Collected data entries
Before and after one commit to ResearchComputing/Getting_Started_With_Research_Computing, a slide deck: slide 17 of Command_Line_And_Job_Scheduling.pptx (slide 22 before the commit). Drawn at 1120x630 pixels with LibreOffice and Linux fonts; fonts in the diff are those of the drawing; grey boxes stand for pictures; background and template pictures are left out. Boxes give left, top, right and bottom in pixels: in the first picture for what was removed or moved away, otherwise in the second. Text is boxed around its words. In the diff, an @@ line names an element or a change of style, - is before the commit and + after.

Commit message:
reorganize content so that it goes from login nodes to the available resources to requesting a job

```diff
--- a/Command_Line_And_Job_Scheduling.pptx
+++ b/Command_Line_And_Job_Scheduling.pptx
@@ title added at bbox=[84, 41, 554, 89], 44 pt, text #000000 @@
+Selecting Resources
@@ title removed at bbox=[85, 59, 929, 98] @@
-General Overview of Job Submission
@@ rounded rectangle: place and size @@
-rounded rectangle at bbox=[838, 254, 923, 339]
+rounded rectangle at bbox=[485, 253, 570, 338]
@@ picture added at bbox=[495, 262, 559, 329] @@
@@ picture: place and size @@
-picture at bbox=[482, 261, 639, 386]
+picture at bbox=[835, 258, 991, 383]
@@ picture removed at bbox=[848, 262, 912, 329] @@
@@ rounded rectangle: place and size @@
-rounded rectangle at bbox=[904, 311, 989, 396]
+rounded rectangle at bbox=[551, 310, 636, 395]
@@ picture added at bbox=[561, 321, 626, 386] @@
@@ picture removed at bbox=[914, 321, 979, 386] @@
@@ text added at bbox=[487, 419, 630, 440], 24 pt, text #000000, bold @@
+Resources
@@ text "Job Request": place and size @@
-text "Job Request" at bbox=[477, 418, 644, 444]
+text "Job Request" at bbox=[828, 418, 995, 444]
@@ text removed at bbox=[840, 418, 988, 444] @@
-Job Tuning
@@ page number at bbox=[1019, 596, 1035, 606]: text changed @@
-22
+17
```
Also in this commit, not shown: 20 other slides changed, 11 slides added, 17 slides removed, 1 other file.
* * *
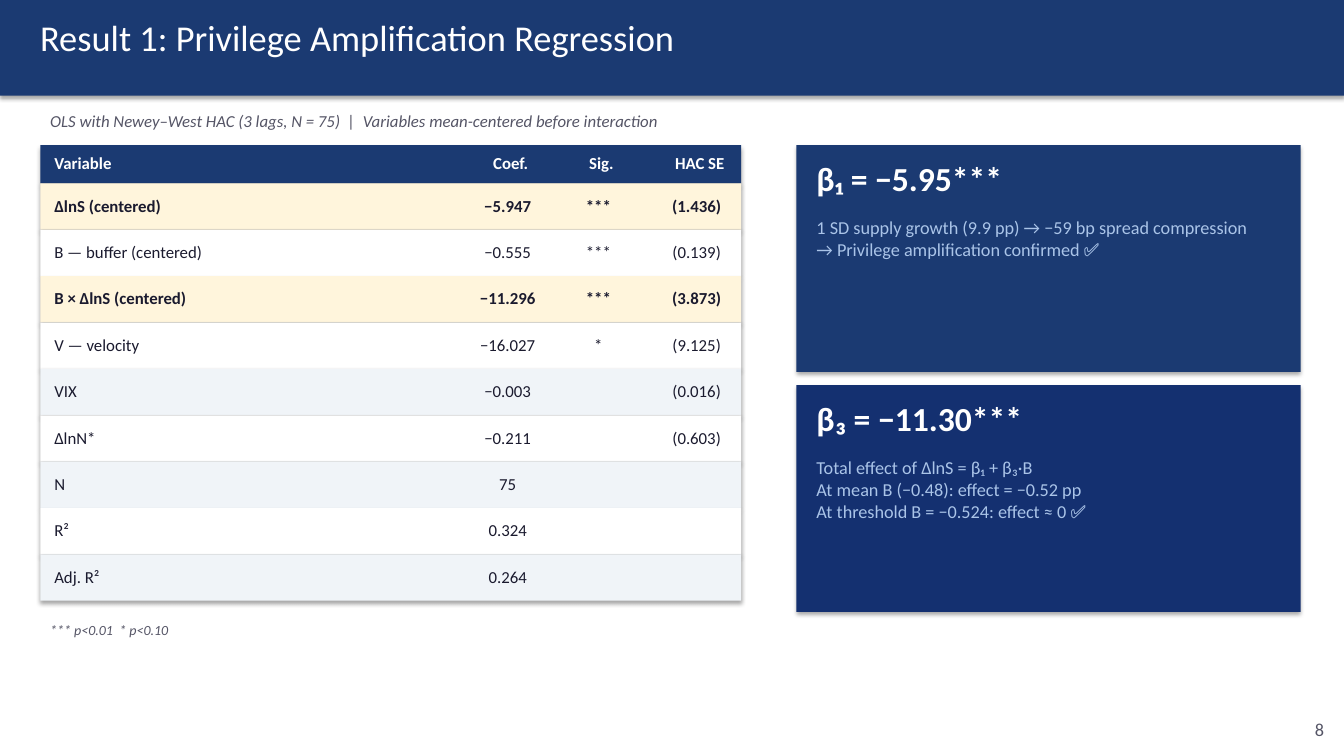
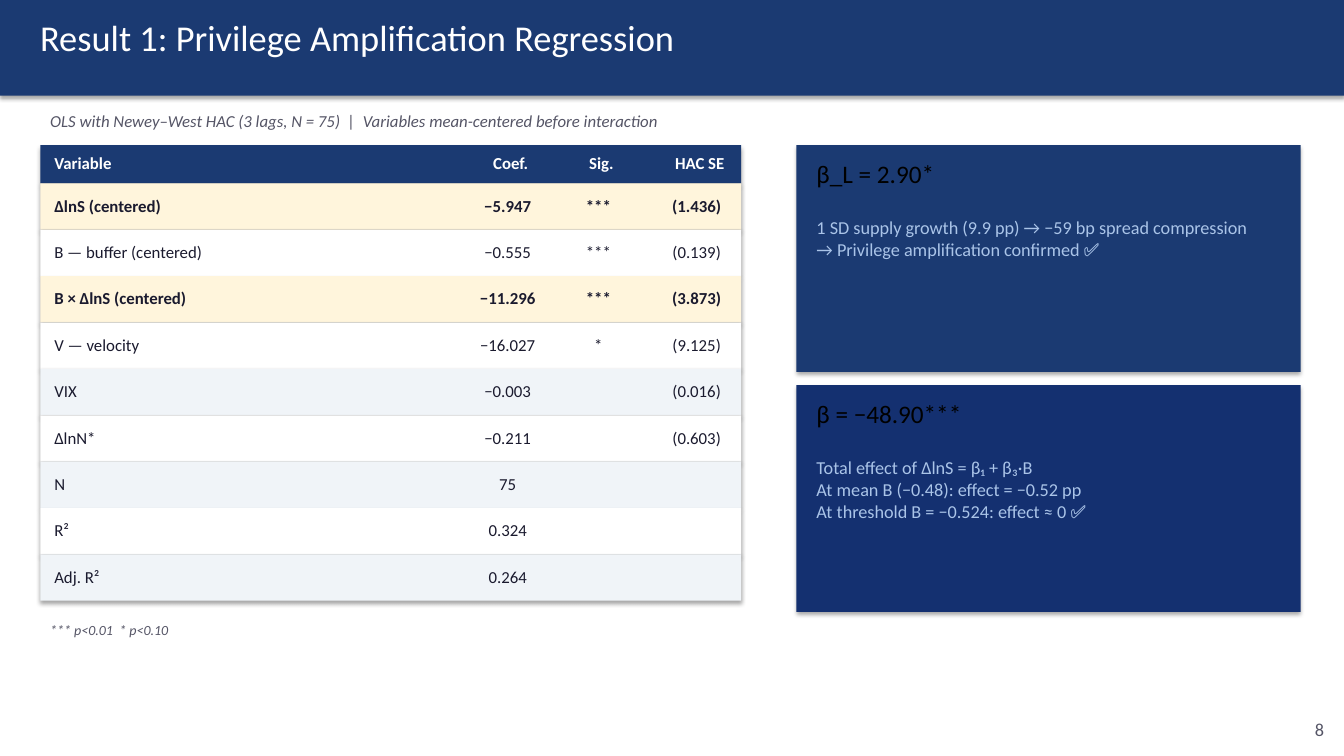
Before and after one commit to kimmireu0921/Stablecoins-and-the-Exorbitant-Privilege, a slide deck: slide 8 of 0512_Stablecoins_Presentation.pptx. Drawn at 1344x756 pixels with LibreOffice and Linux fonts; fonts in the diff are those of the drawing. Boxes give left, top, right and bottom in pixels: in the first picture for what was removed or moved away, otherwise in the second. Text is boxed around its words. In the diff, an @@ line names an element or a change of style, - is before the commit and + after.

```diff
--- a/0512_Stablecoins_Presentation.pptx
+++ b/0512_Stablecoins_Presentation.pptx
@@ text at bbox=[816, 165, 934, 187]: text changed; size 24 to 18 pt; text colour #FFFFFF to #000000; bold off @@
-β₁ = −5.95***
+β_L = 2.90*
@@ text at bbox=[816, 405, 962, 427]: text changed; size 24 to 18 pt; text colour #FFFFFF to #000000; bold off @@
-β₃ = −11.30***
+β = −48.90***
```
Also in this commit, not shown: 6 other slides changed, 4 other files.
==
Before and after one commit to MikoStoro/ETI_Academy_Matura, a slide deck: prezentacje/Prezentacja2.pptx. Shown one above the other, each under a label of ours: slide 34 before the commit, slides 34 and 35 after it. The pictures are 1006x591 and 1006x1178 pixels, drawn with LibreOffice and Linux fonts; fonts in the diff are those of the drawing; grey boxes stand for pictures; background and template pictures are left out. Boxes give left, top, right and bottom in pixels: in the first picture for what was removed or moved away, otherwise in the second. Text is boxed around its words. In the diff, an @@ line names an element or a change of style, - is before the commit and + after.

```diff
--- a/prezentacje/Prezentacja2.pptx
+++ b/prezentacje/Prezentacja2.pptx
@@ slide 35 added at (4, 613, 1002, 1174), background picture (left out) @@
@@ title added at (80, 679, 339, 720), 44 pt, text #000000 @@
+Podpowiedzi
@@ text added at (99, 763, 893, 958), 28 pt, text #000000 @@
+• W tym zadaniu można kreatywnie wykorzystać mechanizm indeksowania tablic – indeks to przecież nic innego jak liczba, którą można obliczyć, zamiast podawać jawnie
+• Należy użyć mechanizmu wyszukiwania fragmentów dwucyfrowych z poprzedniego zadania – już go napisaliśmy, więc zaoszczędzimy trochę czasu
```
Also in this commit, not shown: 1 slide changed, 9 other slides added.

The task
Count up the lines above in which the word "bold" appears, and give nothing but that count.

Result below
3